(Saved data entries)
--------------------------------

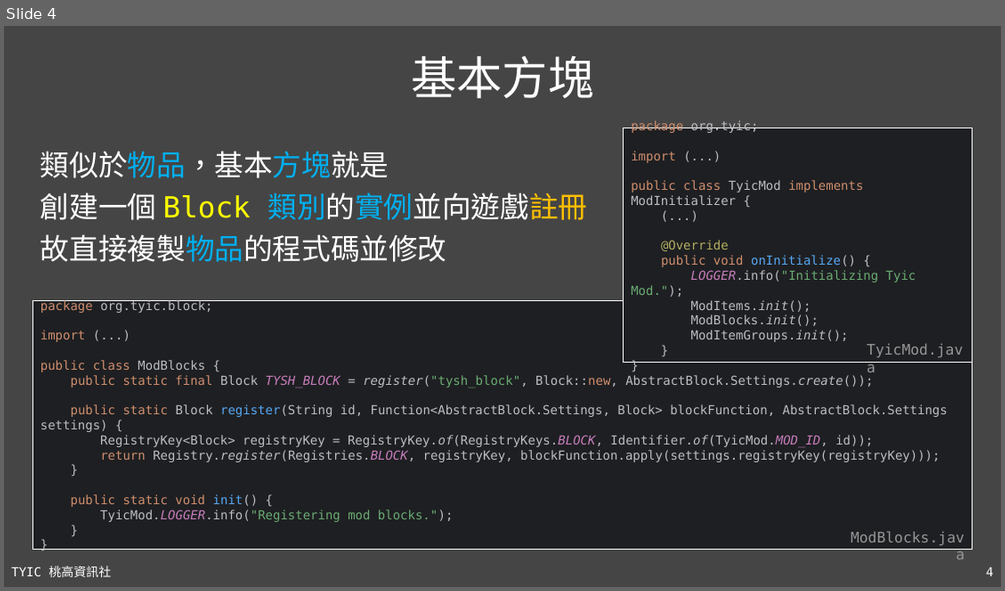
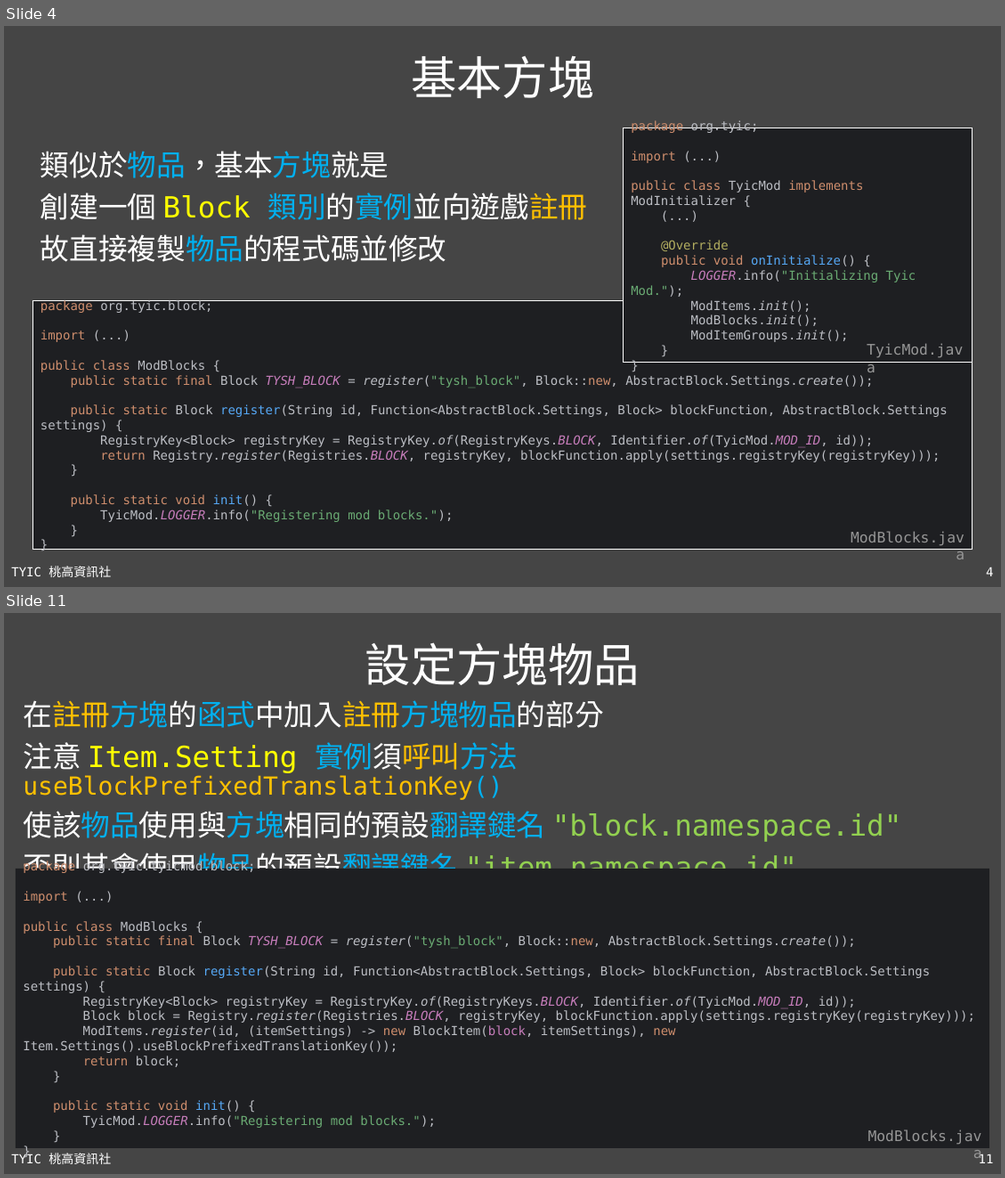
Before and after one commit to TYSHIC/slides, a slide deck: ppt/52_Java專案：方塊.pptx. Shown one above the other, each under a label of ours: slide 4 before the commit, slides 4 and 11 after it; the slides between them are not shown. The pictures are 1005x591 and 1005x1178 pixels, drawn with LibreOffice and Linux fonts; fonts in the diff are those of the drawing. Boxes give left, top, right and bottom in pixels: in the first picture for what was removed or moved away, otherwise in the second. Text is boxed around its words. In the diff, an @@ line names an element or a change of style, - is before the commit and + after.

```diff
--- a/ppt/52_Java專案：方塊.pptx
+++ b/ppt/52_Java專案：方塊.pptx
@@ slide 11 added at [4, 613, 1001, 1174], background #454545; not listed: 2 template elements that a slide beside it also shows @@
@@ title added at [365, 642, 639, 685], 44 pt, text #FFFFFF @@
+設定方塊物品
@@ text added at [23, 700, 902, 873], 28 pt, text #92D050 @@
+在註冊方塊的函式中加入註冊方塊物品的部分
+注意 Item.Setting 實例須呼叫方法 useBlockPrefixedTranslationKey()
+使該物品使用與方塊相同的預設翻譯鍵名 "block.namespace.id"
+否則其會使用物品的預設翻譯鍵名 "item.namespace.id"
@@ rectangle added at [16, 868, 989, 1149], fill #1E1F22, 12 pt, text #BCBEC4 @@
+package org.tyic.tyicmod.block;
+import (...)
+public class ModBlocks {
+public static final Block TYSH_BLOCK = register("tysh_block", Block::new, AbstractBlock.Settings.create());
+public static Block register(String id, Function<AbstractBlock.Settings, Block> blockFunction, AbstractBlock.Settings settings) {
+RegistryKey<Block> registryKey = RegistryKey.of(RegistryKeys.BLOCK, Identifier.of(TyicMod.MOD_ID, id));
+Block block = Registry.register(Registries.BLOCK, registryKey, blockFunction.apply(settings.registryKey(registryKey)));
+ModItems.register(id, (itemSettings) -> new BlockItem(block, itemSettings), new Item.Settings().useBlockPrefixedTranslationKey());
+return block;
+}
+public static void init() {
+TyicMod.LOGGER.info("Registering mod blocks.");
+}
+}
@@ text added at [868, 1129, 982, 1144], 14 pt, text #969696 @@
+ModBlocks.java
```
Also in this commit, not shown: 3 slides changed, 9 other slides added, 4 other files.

--------------------------------

Copy out each line of the records above that includes "added".

@@ slide 11 added at [4, 613, 1001, 1174], background #454545; not listed: 2 template elements that a slide beside it also shows @@
@@ title added at [365, 642, 639, 685], 44 pt, text #FFFFFF @@
@@ text added at [23, 700, 902, 873], 28 pt, text #92D050 @@
@@ rectangle added at [16, 868, 989, 1149], fill #1E1F22, 12 pt, text #BCBEC4 @@
@@ text added at [868, 1129, 982, 1144], 14 pt, text #969696 @@
Also in this commit, not shown: 3 slides changed, 9 other slides added, 4 other files.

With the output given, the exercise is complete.